WYVE
- Wytheville, Virginia; United States;
- Broadcast area: Wytheville, Virginia Wythe County, Virginia
- Frequency: 1280 kHz
- Branding: Your Hometown Sound, 99.9 WYVE

Programming
- Format: Full service country
- Affiliations: AP Radio News

Ownership
- Owner: Blue Ridge Media Partners
- Sister stations: WLOY, WXBX

History
- First air date: 1949
- Call sign meaning: WYtheVillE

Technical information
- Licensing authority: FCC
- Facility ID: 59686
- Class: D
- Power: 2,500 watts day 164 watts night
- Transmitter coordinates: 36°57′54.0″N 81°4′50.0″W﻿ / ﻿36.965000°N 81.080556°W
- Translator: 99.9 W260DI (Wytheville)

Links
- Public license information: Public file; LMS;
- Website: WYVE Online

= WYVE =

WYVE (1280 AM) is a full service-formatted broadcast radio station licensed to Wytheville, Virginia, serving Wytheville and Wythe County, Virginia.

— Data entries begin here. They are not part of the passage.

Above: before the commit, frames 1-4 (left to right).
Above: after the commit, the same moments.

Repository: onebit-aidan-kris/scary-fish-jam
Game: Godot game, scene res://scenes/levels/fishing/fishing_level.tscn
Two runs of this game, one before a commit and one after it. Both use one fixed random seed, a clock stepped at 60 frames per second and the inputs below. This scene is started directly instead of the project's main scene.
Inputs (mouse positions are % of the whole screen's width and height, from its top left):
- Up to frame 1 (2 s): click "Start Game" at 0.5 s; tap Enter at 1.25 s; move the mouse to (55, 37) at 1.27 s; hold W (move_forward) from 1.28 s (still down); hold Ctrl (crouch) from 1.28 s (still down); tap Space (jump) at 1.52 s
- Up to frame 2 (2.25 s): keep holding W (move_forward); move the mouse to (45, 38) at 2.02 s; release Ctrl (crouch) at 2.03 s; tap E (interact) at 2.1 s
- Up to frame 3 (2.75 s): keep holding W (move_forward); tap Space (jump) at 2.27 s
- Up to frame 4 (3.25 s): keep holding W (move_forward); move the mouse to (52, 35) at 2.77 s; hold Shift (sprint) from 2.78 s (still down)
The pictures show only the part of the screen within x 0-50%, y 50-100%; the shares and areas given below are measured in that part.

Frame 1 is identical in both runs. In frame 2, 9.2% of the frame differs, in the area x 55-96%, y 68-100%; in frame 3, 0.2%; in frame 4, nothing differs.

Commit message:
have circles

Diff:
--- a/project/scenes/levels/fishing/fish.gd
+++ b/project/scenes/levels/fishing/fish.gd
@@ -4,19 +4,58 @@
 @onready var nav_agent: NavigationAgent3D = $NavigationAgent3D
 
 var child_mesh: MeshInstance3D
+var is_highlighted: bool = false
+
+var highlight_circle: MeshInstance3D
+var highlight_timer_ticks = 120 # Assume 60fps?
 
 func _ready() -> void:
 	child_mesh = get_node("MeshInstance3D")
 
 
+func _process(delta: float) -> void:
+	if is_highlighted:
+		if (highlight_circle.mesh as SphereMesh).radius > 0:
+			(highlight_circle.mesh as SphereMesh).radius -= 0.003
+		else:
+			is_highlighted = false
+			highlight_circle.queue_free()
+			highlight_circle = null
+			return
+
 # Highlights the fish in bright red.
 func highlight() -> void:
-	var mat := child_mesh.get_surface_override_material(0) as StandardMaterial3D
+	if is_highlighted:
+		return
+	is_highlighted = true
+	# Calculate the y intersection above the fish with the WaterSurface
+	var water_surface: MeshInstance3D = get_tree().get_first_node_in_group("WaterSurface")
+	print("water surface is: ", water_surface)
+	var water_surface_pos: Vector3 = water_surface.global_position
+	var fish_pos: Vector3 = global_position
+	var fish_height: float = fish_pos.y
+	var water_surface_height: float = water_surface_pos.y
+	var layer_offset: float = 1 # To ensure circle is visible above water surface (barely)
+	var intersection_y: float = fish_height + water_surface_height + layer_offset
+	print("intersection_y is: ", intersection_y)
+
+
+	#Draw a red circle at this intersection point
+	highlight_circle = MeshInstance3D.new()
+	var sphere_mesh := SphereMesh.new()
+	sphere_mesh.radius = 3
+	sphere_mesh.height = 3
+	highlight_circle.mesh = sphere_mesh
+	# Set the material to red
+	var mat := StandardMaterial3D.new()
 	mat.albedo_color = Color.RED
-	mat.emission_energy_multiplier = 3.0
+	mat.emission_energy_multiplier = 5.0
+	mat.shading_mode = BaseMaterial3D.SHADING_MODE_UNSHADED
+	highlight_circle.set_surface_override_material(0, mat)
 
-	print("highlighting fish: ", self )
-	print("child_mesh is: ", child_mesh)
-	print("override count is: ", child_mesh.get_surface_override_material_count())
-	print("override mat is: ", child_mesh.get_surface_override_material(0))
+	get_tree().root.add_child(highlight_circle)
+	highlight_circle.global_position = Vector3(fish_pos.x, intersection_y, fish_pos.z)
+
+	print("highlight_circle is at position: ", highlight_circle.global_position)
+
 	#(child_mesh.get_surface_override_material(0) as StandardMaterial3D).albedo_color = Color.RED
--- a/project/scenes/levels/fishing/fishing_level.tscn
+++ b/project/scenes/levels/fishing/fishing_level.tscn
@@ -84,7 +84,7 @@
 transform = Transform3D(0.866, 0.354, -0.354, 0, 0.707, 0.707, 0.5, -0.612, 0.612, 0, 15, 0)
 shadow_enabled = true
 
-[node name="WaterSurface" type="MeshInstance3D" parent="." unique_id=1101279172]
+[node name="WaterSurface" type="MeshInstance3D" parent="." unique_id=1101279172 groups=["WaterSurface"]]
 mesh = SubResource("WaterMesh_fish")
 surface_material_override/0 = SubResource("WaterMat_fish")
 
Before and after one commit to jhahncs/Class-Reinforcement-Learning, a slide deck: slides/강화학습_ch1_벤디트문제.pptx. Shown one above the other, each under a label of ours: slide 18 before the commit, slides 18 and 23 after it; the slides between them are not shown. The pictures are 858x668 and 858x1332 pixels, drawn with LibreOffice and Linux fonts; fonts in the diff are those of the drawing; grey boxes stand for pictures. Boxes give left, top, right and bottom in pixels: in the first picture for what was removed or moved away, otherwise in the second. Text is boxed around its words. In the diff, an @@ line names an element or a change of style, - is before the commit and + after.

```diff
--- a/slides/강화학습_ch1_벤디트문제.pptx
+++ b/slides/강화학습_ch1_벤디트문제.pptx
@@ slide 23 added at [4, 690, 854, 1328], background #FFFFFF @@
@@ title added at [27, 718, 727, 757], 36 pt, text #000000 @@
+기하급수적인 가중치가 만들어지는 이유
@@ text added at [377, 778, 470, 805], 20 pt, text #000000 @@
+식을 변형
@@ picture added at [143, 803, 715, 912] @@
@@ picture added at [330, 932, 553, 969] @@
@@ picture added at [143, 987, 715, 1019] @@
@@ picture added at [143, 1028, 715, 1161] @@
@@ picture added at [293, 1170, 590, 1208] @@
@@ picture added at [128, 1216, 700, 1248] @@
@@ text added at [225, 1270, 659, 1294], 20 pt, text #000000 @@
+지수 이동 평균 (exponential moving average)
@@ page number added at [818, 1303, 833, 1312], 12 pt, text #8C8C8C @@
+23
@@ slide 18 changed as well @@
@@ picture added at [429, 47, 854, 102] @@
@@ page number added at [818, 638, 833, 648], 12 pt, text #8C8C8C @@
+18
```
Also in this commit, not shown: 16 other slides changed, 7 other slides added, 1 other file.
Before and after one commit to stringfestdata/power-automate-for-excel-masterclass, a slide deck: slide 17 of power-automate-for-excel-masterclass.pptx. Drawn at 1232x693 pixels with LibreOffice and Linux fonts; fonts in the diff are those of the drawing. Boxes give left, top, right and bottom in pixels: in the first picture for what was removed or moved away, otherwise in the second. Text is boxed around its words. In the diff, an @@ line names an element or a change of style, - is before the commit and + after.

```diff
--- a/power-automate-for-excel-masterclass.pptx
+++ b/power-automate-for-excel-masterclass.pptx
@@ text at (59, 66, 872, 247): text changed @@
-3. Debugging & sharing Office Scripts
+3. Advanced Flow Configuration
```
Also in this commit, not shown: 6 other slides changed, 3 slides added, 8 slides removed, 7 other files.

WYVE is Wytheville's original radio station, having signed on in 1949.

The station has a country music format, and is known as "Your Hometown Sound" and describes its sound on-air as "The Best of Country Music, Old and New". The station maintains a strong community focus and promotes mainly its FM frequency of 99.9, but also mentions the heritage 1280 AM sometimes.